Below are the records; copy each line in which "paragraph" can be found.

(Stored dataset items)
__________

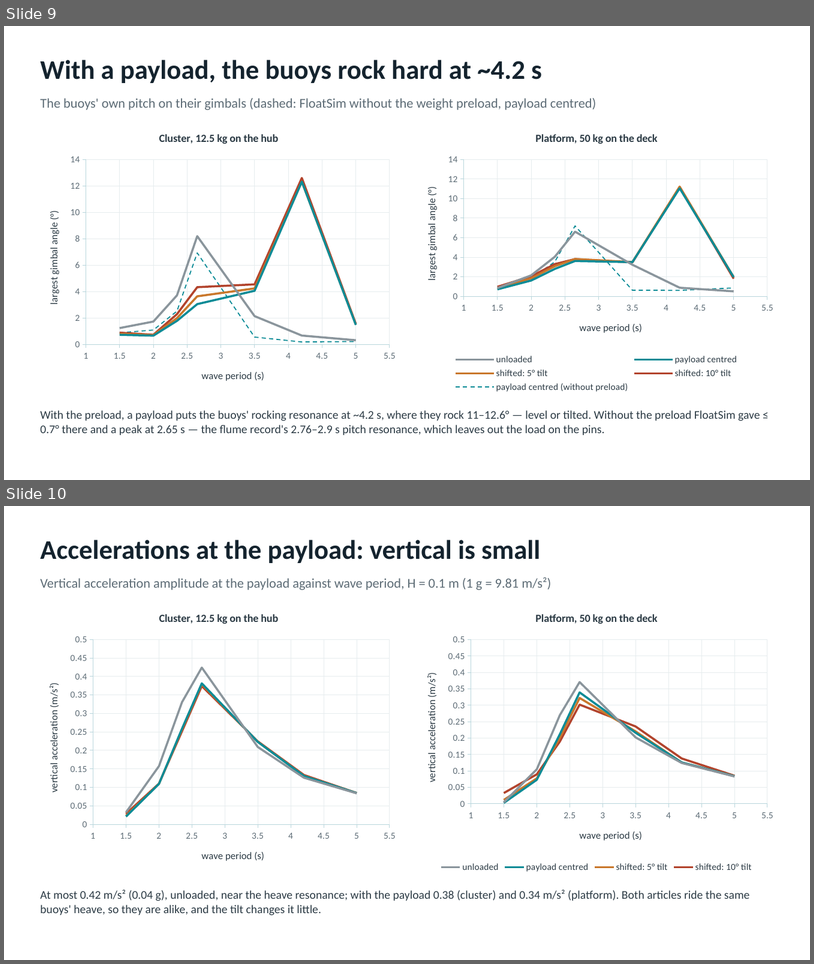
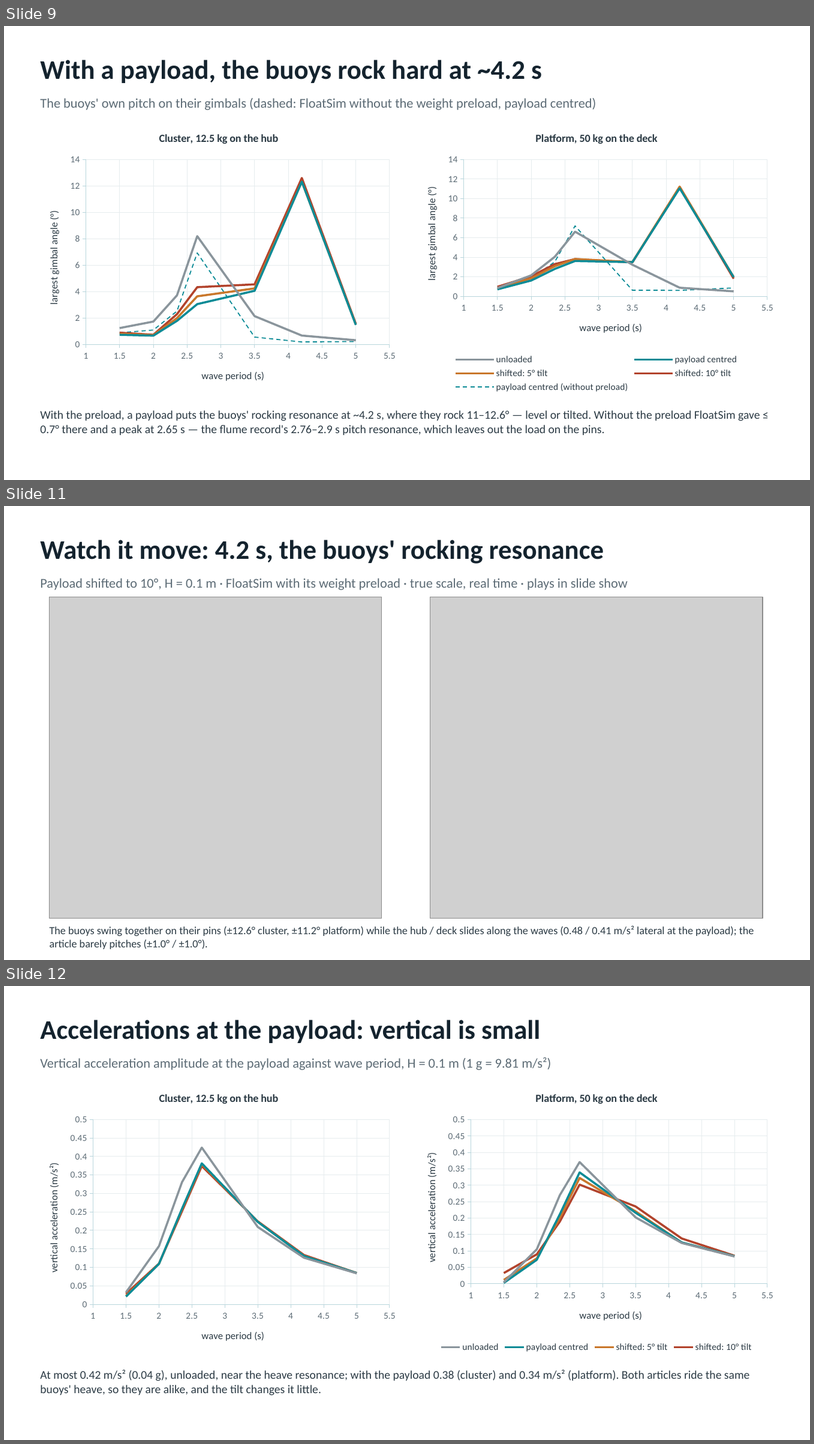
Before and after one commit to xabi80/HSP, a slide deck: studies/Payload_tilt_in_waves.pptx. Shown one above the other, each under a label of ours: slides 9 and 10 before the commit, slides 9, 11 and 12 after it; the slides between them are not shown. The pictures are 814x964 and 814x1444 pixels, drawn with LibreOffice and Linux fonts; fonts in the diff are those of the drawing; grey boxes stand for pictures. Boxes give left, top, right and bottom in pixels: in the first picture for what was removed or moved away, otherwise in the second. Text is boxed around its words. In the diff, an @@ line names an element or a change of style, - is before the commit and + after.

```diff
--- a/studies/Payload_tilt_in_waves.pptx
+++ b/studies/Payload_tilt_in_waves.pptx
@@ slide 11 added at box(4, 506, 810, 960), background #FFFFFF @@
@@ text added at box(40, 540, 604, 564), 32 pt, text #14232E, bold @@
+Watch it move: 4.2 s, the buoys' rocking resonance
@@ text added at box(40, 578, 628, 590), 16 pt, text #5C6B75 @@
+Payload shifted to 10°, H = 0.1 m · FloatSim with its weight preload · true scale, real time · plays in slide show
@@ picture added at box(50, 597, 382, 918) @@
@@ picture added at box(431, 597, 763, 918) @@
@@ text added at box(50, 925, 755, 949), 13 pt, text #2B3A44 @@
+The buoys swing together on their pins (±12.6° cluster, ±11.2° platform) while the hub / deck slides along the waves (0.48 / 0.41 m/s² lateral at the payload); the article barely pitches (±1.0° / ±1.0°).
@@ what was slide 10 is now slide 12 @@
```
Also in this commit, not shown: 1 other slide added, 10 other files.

__________

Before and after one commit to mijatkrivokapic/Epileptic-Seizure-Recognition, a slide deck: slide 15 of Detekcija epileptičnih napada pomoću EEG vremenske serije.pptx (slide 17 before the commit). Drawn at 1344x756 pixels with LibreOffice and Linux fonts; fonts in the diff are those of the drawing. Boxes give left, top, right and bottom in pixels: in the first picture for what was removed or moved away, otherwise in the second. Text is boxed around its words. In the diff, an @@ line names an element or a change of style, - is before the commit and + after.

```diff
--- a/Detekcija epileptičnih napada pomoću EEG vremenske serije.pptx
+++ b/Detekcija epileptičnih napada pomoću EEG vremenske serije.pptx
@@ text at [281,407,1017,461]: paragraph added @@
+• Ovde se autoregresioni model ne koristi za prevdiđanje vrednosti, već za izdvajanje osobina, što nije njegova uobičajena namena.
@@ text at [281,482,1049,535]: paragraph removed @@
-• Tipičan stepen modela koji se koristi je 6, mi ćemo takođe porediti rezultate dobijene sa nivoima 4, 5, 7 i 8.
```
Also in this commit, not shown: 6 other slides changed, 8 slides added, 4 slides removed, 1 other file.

__________

# YOUR SOLUTION:
@@ text at [281,407,1017,461]: paragraph added @@
@@ text at [281,482,1049,535]: paragraph removed @@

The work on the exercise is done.